あー、と声を上げながらテーブルに顔を伏せた。気づかれない気づかれないと思っていたのに、そんな考えは呆気もなく砕け散って。
よりによって、こいつにバレるとは……。
ああ、ありえない。俺が逃げるって考えも読まれてたし、俺って顔に出てんの?
「で、今のところ告白の予定は……」
「ない」
断じてあるわけない。とゆうかあっても言わない、こいつだけには絶対に。
「あんなに仲いいのに、もったいない」
「仲いいから余計だろ」
「そういうもん?」
「そういうもん」
適当な納得の返事をして、何やらパフェを注文したようだ。まだ食うのかよ。
「あーあ……」
「バレないと思った?」
「俺ってわかりやすいんかな……」
「俺限定じゃねぇの、多分周りの奴らは気づいてないっぽいし」
何年一緒にいると思ってんだよ。
そうだった、忘れてた。あんまり気に止めてなかったっていうのが大きいんだけど。
ヒロとは幼馴染みだった。
周りにバレてないってことが一番良かったってところだけど。それでもなあ。この気持ちは誰にも話さないつもりだったしな。バレてしまっちゃどうしようもないか。
「今はないってことはさ、いつかするわけ?」
「するわけない」
「なんでさあー」
「……」
今の関係を壊したくない。
仮に伝えたとして、成功するならいい。失敗したら?今まで通り接してくれるだろうか。
赤ずきんができたとしても、俺ができそうにない。気にしすぎて会話も少なくなるだろうし、顔を合わせるのだって出来なくなりそうで。告白なんて、微塵も考えてなかった。

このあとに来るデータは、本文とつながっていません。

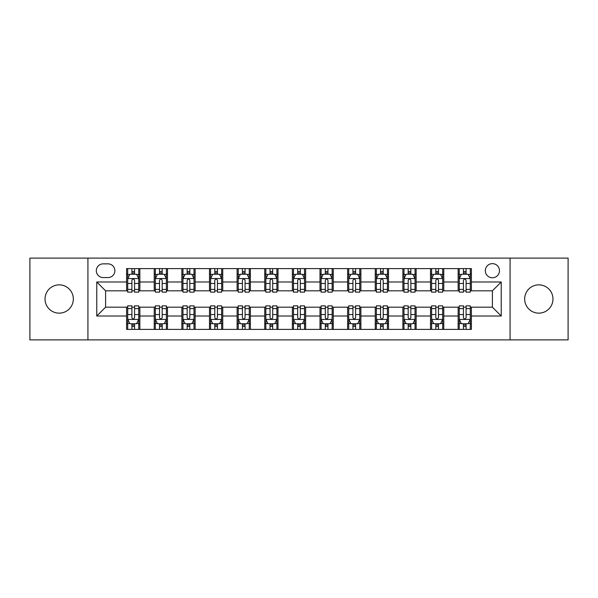 <?xml version="1.0" encoding="UTF-8"?>
<svg xmlns="http://www.w3.org/2000/svg" width="598" height="598" viewBox="0 0 598 598"><rect width="100%" height="100%" fill="white"/><g stroke="black" fill="none" stroke-linecap="round" stroke-linejoin="round"><path stroke-width="0.9" d="M538.813 284.857A14.143 14.143 0 0 0 524.67 299A14.143 14.143 0 0 0 538.813 313.143A14.143 14.143 0 0 0 552.963 299A14.143 14.143 0 0 0 538.813 284.857M59.187 284.857A14.143 14.143 0 0 0 45.037 299A14.143 14.143 0 0 0 59.187 313.143A14.143 14.143 0 0 0 73.33 299A14.143 14.143 0 0 0 59.187 284.857M492.401 263.636A7.071 7.071 0 0 0 485.322 270.707A7.071 7.071 0 0 0 492.401 277.778A7.071 7.071 0 0 0 499.472 270.707A7.071 7.071 0 0 0 492.401 263.636M510.079 339.888L568.1 339.888L568.1 258.112L510.079 258.112L510.079 339.888L87.921 339.888L87.921 258.112L29.9 258.112L29.9 339.888L87.921 339.888M103.17 277.562L108.036 277.562A6.855 6.855 0 0 0 114.883 270.707A6.855 6.855 0 0 0 108.036 263.86L103.17 263.86A6.855 6.855 0 0 0 96.315 270.707A6.855 6.855 0 0 0 103.17 277.562M510.079 258.112L87.921 258.112M126.597 316.021L96.764 316.021L96.764 281.979L126.597 281.979L126.597 290.822L105.599 290.822L105.599 307.178L126.597 307.178L126.597 329.393L471.403 329.393L471.403 307.178L492.401 307.178L492.401 290.822L471.403 290.822L471.403 281.979L501.236 281.979L501.236 316.021L471.403 316.021M471.403 281.979L471.403 268.607L126.597 268.607L126.597 281.979M458.143 268.607L458.143 290.822L459.242 290.822M463.443 290.822L466.096 290.822M470.297 290.822L471.403 290.822M458.143 290.822L442.67 290.822M430.508 268.607L430.508 290.822L431.614 290.822M435.815 290.822L438.469 290.822M430.508 290.822L415.042 290.822M402.88 268.607L402.88 290.822L403.986 290.822M408.187 290.822L410.841 290.822M402.88 290.822L387.414 290.822M375.252 268.607L375.252 290.822L376.359 290.822M380.56 290.822L383.213 290.822M375.252 290.822L359.779 290.822M347.625 268.607L347.625 290.822L348.731 290.822M352.932 290.822L355.586 290.822M347.625 290.822L332.152 290.822M319.997 268.607L319.997 290.822L321.104 290.822M325.305 290.822L327.958 290.822M319.997 290.822L304.524 290.822M292.37 268.607L292.37 290.822L293.476 290.822M297.677 290.822L300.323 290.822M292.37 290.822L276.896 290.822M264.742 268.607L264.742 290.822L265.848 290.822M270.042 290.822L272.695 290.822M264.742 290.822L249.269 290.822M237.114 268.607L237.114 290.822L238.221 290.822M242.414 290.822L245.068 290.822M237.114 290.822L221.641 290.822M209.487 268.607L209.487 290.822L210.586 290.822M214.787 290.822L217.44 290.822M209.487 290.822L194.014 290.822M181.859 268.607L181.859 290.822L182.958 290.822M187.159 290.822L189.813 290.822M181.859 290.822L166.386 290.822M154.224 268.607L154.224 290.822L155.331 290.822M159.531 290.822L162.185 290.822M154.224 290.822L138.758 290.822M126.597 290.822L127.703 290.822M131.904 290.822L134.557 290.822M126.597 307.178L127.703 307.178M131.904 307.178L134.557 307.178M138.758 307.178L139.857 307.178L139.857 329.393M155.331 307.178L139.857 307.178M159.531 307.178L162.185 307.178M166.386 307.178L167.492 307.178L167.492 329.393M182.958 307.178L167.492 307.178M187.159 307.178L189.813 307.178M194.014 307.178L195.12 307.178L195.12 329.393M210.586 307.178L195.12 307.178M214.787 307.178L217.44 307.178M221.641 307.178L222.748 307.178L222.748 329.393M238.221 307.178L222.748 307.178M242.414 307.178L245.068 307.178M249.269 307.178L250.375 307.178L250.375 329.393M265.848 307.178L250.375 307.178M270.042 307.178L272.695 307.178M276.896 307.178L278.003 307.178L278.003 329.393M293.476 307.178L278.003 307.178M297.677 307.178L300.323 307.178M304.524 307.178L305.63 307.178L305.63 329.393M321.104 307.178L305.63 307.178M325.305 307.178L327.958 307.178M332.152 307.178L333.258 307.178L333.258 329.393M348.731 307.178L333.258 307.178M352.932 307.178L355.586 307.178M359.779 307.178L360.886 307.178L360.886 329.393M376.359 307.178L360.886 307.178M380.56 307.178L383.213 307.178M387.414 307.178L388.513 307.178L388.513 329.393M403.986 307.178L388.513 307.178M408.187 307.178L410.841 307.178M415.042 307.178L416.141 307.178L416.141 329.393M431.614 307.178L416.141 307.178M435.815 307.178L438.469 307.178M442.67 307.178L443.776 307.178L443.776 329.393M459.242 307.178L443.776 307.178M463.443 307.178L466.096 307.178M470.297 307.178L471.403 307.178M139.857 268.607L139.857 290.822M126.597 274.138L127.703 274.138M131.904 274.138L134.557 274.138M138.758 274.138L139.857 274.138M126.597 323.862L127.703 323.862M131.904 323.862L134.557 323.862M138.758 323.862L139.857 323.862M154.224 307.178L154.224 329.393M167.492 268.607L167.492 290.822M154.224 274.138L155.331 274.138M159.531 274.138L162.185 274.138M166.386 274.138L167.492 274.138M154.224 323.862L155.331 323.862M159.531 323.862L162.185 323.862M166.386 323.862L167.492 323.862M181.859 307.178L181.859 329.393M181.859 323.862L182.958 323.862M187.159 323.862L189.813 323.862M194.014 323.862L195.12 323.862M195.12 268.607L195.12 290.822M181.859 274.138L182.958 274.138M187.159 274.138L189.813 274.138M194.014 274.138L195.12 274.138M209.487 307.178L209.487 329.393M209.487 323.862L210.586 323.862M214.787 323.862L217.44 323.862M221.641 323.862L222.748 323.862M222.748 268.607L222.748 290.822M209.487 274.138L210.586 274.138M214.787 274.138L217.44 274.138M221.641 274.138L222.748 274.138M237.114 307.178L237.114 329.393M237.114 323.862L238.221 323.862M242.414 323.862L245.068 323.862M249.269 323.862L250.375 323.862M250.375 268.607L250.375 290.822M237.114 274.138L238.221 274.138M242.414 274.138L245.068 274.138M249.269 274.138L250.375 274.138M264.742 307.178L264.742 329.393M264.742 323.862L265.848 323.862M270.042 323.862L272.695 323.862M276.896 323.862L278.003 323.862M278.003 268.607L278.003 290.822M264.742 274.138L265.848 274.138M270.042 274.138L272.695 274.138M276.896 274.138L278.003 274.138M292.37 307.178L292.37 329.393M292.37 323.862L293.476 323.862M297.677 323.862L300.323 323.862M304.524 323.862L305.63 323.862M305.63 268.607L305.63 290.822M292.37 274.138L293.476 274.138M297.677 274.138L300.323 274.138M304.524 274.138L305.63 274.138M319.997 307.178L319.997 329.393M319.997 323.862L321.104 323.862M325.305 323.862L327.958 323.862M332.152 323.862L333.258 323.862M333.258 268.607L333.258 290.822M319.997 274.138L321.104 274.138M325.305 274.138L327.958 274.138M332.152 274.138L333.258 274.138M347.625 307.178L347.625 329.393M347.625 323.862L348.731 323.862M352.932 323.862L355.586 323.862M359.779 323.862L360.886 323.862M360.886 268.607L360.886 290.822M347.625 274.138L348.731 274.138M352.932 274.138L355.586 274.138M359.779 274.138L360.886 274.138M375.252 307.178L375.252 329.393M375.252 323.862L376.359 323.862M380.56 323.862L383.213 323.862M387.414 323.862L388.513 323.862M388.513 268.607L388.513 290.822M375.252 274.138L376.359 274.138M380.56 274.138L383.213 274.138M387.414 274.138L388.513 274.138M402.88 307.178L402.88 329.393M402.88 323.862L403.986 323.862M408.187 323.862L410.841 323.862M415.042 323.862L416.141 323.862M416.141 268.607L416.141 290.822M402.88 274.138L403.986 274.138M408.187 274.138L410.841 274.138M415.042 274.138L416.141 274.138M430.508 307.178L430.508 329.393M430.508 323.862L431.614 323.862M435.815 323.862L438.469 323.862M442.67 323.862L443.776 323.862M443.776 268.607L443.776 290.822M430.508 274.138L431.614 274.138M435.815 274.138L438.469 274.138M442.67 274.138L443.776 274.138M458.143 307.178L458.143 329.393M458.143 323.862L459.242 323.862M463.443 323.862L466.096 323.862M470.297 323.862L471.403 323.862M458.143 274.138L459.242 274.138M463.443 274.138L466.096 274.138M470.297 274.138L471.403 274.138M105.599 290.822L96.764 281.979M105.599 307.178L96.764 316.021M501.236 281.979L492.401 290.822M501.236 316.021L492.401 307.178M134.557 271.485L131.904 271.485M138.758 289.38L134.557 289.38L134.557 292.145L138.758 292.145L138.758 278.668L136.546 274.243L129.916 274.243L127.703 278.668L127.703 292.145L131.904 292.145L131.904 289.38L127.703 289.38M127.703 278.668L127.703 268.607M138.758 278.668L138.758 268.607M131.904 274.243L131.904 268.607M134.557 268.607L134.557 274.243M134.557 289.38L134.557 280.32C133.675 278.623 132.786 278.623 131.904 280.32L131.904 289.38M131.904 326.515L134.557 326.515M127.703 308.62L131.904 308.62L131.904 305.855L127.703 305.855L127.703 319.332L129.916 323.757L136.546 323.757L138.758 319.332L138.758 305.855L134.557 305.855L134.557 308.62L138.758 308.62M138.758 319.332L138.758 329.393M127.703 319.332L127.703 329.393M134.557 323.757L134.557 329.393M131.904 329.393L131.904 323.757M131.904 308.62L131.904 317.68C132.786 319.377 133.668 319.377 134.557 317.68L134.557 308.62M162.185 271.485L159.531 271.485M166.386 289.38L162.185 289.38L162.185 292.145L166.386 292.145L166.386 278.668L164.173 274.243L157.543 274.243L155.331 278.668L155.331 292.145L159.531 292.145L159.531 289.38L155.331 289.38M155.331 278.668L155.331 268.607M166.386 278.668L166.386 268.607M159.531 274.243L159.531 268.607M162.185 268.607L162.185 274.243M162.185 289.38L162.185 280.32C161.303 278.623 160.421 278.623 159.531 280.32L159.531 289.38M189.813 271.485L187.159 271.485M194.014 289.38L189.813 289.38L189.813 292.145L194.014 292.145L194.014 278.668L191.801 274.243L185.171 274.243L182.958 278.668L182.958 292.145L187.159 292.145L187.159 289.38L182.958 289.38M182.958 278.668L182.958 268.607M194.014 278.668L194.014 268.607M187.159 274.243L187.159 268.607M189.813 268.607L189.813 274.243M189.813 289.38L189.813 280.32C188.931 278.623 188.049 278.623 187.159 280.32L187.159 289.38M217.44 271.485L214.787 271.485M221.641 289.38L217.44 289.38L217.44 292.145L221.641 292.145L221.641 278.668L219.429 274.243L212.798 274.243L210.586 278.668L210.586 292.145L214.787 292.145L214.787 289.38L210.586 289.38M210.586 278.668L210.586 268.607M221.641 278.668L221.641 268.607M214.787 274.243L214.787 268.607M217.44 268.607L217.44 274.243M217.44 289.38L217.44 280.32C216.558 278.623 215.676 278.623 214.787 280.32L214.787 289.38M159.531 326.515L162.185 326.515M155.331 308.62L159.531 308.62L159.531 305.855L155.331 305.855L155.331 319.332L157.543 323.757L164.173 323.757L166.386 319.332L166.386 305.855L162.185 305.855L162.185 308.62L166.386 308.62M166.386 319.332L166.386 329.393M155.331 319.332L155.331 329.393M162.185 323.757L162.185 329.393M159.531 329.393L159.531 323.757M159.531 308.62L159.531 317.68C160.413 319.377 161.296 319.377 162.185 317.68L162.185 308.62M187.159 326.515L189.813 326.515M182.958 308.62L187.159 308.62L187.159 305.855L182.958 305.855L182.958 319.332L185.171 323.757L191.801 323.757L194.014 319.332L194.014 305.855L189.813 305.855L189.813 308.62L194.014 308.62M194.014 319.332L194.014 329.393M182.958 319.332L182.958 329.393M189.813 323.757L189.813 329.393M187.159 329.393L187.159 323.757M187.159 308.62L187.159 317.68C188.041 319.377 188.931 319.377 189.813 317.68L189.813 308.62M214.787 326.515L217.44 326.515M210.586 308.62L214.787 308.62L214.787 305.855L210.586 305.855L210.586 319.332L212.798 323.757L219.429 323.757L221.641 319.332L221.641 305.855L217.44 305.855L217.44 308.62L221.641 308.62M221.641 319.332L221.641 329.393M210.586 319.332L210.586 329.393M217.44 323.757L217.44 329.393M214.787 329.393L214.787 323.757M214.787 308.62L214.787 317.68C215.669 319.377 216.558 319.377 217.44 317.68L217.44 308.62M245.068 271.485L242.414 271.485M249.269 289.38L245.068 289.38L245.068 292.145L249.269 292.145L249.269 278.668L247.056 274.243L240.426 274.243L238.221 278.668L238.221 292.145L242.414 292.145L242.414 289.38L238.221 289.38M238.221 278.668L238.221 268.607M249.269 278.668L249.269 268.607M242.414 274.243L242.414 268.607M245.068 268.607L245.068 274.243M245.068 289.38L245.068 280.32C244.186 278.623 243.304 278.623 242.414 280.32L242.414 289.38M242.414 326.515L245.068 326.515M238.221 308.62L242.414 308.62L242.414 305.855L238.221 305.855L238.221 319.332L240.426 323.757L247.056 323.757L249.269 319.332L249.269 305.855L245.068 305.855L245.068 308.62L249.269 308.62M249.269 319.332L249.269 329.393M238.221 319.332L238.221 329.393M245.068 323.757L245.068 329.393M242.414 329.393L242.414 323.757M242.414 308.62L242.414 317.68C243.304 319.377 244.186 319.377 245.068 317.68L245.068 308.62M272.695 271.485L270.042 271.485M276.896 289.38L272.695 289.38L272.695 292.145L276.896 292.145L276.896 278.668L274.684 274.243L268.054 274.243L265.848 278.668L265.848 292.145L270.042 292.145L270.042 289.38L265.848 289.38M265.848 278.668L265.848 268.607M276.896 278.668L276.896 268.607M270.042 274.243L270.042 268.607M272.695 268.607L272.695 274.243M272.695 289.38L272.695 280.32C271.813 278.623 270.931 278.623 270.042 280.32L270.042 289.38M300.323 271.485L297.677 271.485M304.524 289.38L300.323 289.38L300.323 292.145L304.524 292.145L304.524 278.668L302.319 274.243L295.681 274.243L293.476 278.668L293.476 292.145L297.677 292.145L297.677 289.38L293.476 289.38M293.476 278.668L293.476 268.607M304.524 278.668L304.524 268.607M297.677 274.243L297.677 268.607M300.323 268.607L300.323 274.243M300.323 289.38L300.323 280.32C299.441 278.623 298.559 278.623 297.677 280.32L297.677 289.38M327.958 271.485L325.305 271.485M332.152 289.38L327.958 289.38L327.958 292.145L332.152 292.145L332.152 278.668L329.947 274.243L323.316 274.243L321.104 278.668L321.104 292.145L325.305 292.145L325.305 289.38L321.104 289.38M321.104 278.668L321.104 268.607M332.152 278.668L332.152 268.607M325.305 274.243L325.305 268.607M327.958 268.607L327.958 274.243M327.958 289.38L327.958 280.32C327.069 278.623 326.187 278.623 325.305 280.32L325.305 289.38M355.586 271.485L352.932 271.485M359.779 289.38L355.586 289.38L355.586 292.145L359.779 292.145L359.779 278.668L357.574 274.243L350.944 274.243L348.731 278.668L348.731 292.145L352.932 292.145L352.932 289.38L348.731 289.38M348.731 278.668L348.731 268.607M359.779 278.668L359.779 268.607M352.932 274.243L352.932 268.607M355.586 268.607L355.586 274.243M355.586 289.38L355.586 280.32C354.696 278.623 353.814 278.623 352.932 280.32L352.932 289.38M383.213 271.485L380.56 271.485M387.414 289.38L383.213 289.38L383.213 292.145L387.414 292.145L387.414 278.668L385.202 274.243L378.571 274.243L376.359 278.668L376.359 292.145L380.56 292.145L380.56 289.38L376.359 289.38M376.359 278.668L376.359 268.607M387.414 278.668L387.414 268.607M380.56 274.243L380.56 268.607M383.213 268.607L383.213 274.243M383.213 289.38L383.213 280.32C382.331 278.623 381.442 278.623 380.56 280.32L380.56 289.38M270.042 326.515L272.695 326.515M265.848 308.62L270.042 308.62L270.042 305.855L265.848 305.855L265.848 319.332L268.054 323.757L274.684 323.757L276.896 319.332L276.896 305.855L272.695 305.855L272.695 308.62L276.896 308.62M276.896 319.332L276.896 329.393M265.848 319.332L265.848 329.393M272.695 323.757L272.695 329.393M270.042 329.393L270.042 323.757M270.042 308.62L270.042 317.68C270.931 319.377 271.813 319.377 272.695 317.68L272.695 308.62M297.677 326.515L300.323 326.515M293.476 308.62L297.677 308.62L297.677 305.855L293.476 305.855L293.476 319.332L295.681 323.757L302.319 323.757L304.524 319.332L304.524 305.855L300.323 305.855L300.323 308.62L304.524 308.62M304.524 319.332L304.524 329.393M293.476 319.332L293.476 329.393M300.323 323.757L300.323 329.393M297.677 329.393L297.677 323.757M297.677 308.62L297.677 317.68C298.559 319.377 299.441 319.377 300.323 317.68L300.323 308.62M325.305 326.515L327.958 326.515M321.104 308.62L325.305 308.62L325.305 305.855L321.104 305.855L321.104 319.332L323.316 323.757L329.947 323.757L332.152 319.332L332.152 305.855L327.958 305.855L327.958 308.62L332.152 308.62M332.152 319.332L332.152 329.393M321.104 319.332L321.104 329.393M327.958 323.757L327.958 329.393M325.305 329.393L325.305 323.757M325.305 308.62L325.305 317.68C326.187 319.377 327.069 319.377 327.958 317.68L327.958 308.62M352.932 326.515L355.586 326.515M348.731 308.62L352.932 308.62L352.932 305.855L348.731 305.855L348.731 319.332L350.944 323.757L357.574 323.757L359.779 319.332L359.779 305.855L355.586 305.855L355.586 308.62L359.779 308.62M359.779 319.332L359.779 329.393M348.731 319.332L348.731 329.393M355.586 323.757L355.586 329.393M352.932 329.393L352.932 323.757M352.932 308.62L352.932 317.68C353.814 319.377 354.696 319.377 355.586 317.68L355.586 308.62M380.56 326.515L383.213 326.515M376.359 308.62L380.56 308.62L380.56 305.855L376.359 305.855L376.359 319.332L378.571 323.757L385.202 323.757L387.414 319.332L387.414 305.855L383.213 305.855L383.213 308.62L387.414 308.62M387.414 319.332L387.414 329.393M376.359 319.332L376.359 329.393M383.213 323.757L383.213 329.393M380.56 329.393L380.56 323.757M380.56 308.62L380.56 317.68C381.442 319.377 382.324 319.377 383.213 317.68L383.213 308.62M410.841 271.485L408.187 271.485M415.042 289.38L410.841 289.38L410.841 292.145L415.042 292.145L415.042 278.668L412.829 274.243L406.199 274.243L403.986 278.668L403.986 292.145L408.187 292.145L408.187 289.38L403.986 289.38M403.986 278.668L403.986 268.607M415.042 278.668L415.042 268.607M408.187 274.243L408.187 268.607M410.841 268.607L410.841 274.243M410.841 289.38L410.841 280.32C409.959 278.623 409.069 278.623 408.187 280.32L408.187 289.38M408.187 326.515L410.841 326.515M403.986 308.62L408.187 308.62L408.187 305.855L403.986 305.855L403.986 319.332L406.199 323.757L412.829 323.757L415.042 319.332L415.042 305.855L410.841 305.855L410.841 308.62L415.042 308.62M415.042 319.332L415.042 329.393M403.986 319.332L403.986 329.393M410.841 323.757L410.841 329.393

成功すれば得るものはあるが、失敗すれば失うものだってある。
「……ハヤトの考えてることもわかるけどよ、やってみないことにはわかんねえよ?」
「そんな勇気ねえよ」
赤ずきんが、俺のことを好きだっていう保証もない。そんなものに縋って勇気をふり絞ろうなんてことも、思わない。
結局怖いだけ。
でも、今の関係だけで満足だから。
「今の関係が居心地いいんだよ」
赤ずきんが側で笑ってくれれば、隣にいてくれればそれだけで十分だ。
「いいんだよ、これで」
タイミングよく運ばれてきたパフェ。結構なボリュームに驚いていた。
「そういうもんかねぇ……」
珍しくヒロは運ばれてきた食べ物に、すぐ手をつけなかった。
***
花のストラップを手を持って、気合を入れつつ足を進めた。
二週間前、ヒロの買い物に付き合った時、偶然にも見かけた、いかにも女子が買いそうなストラップに目を奪われた。光に反射してキラキラと輝いていて、少し小さめの花は薄ピンク色に色付けされていた。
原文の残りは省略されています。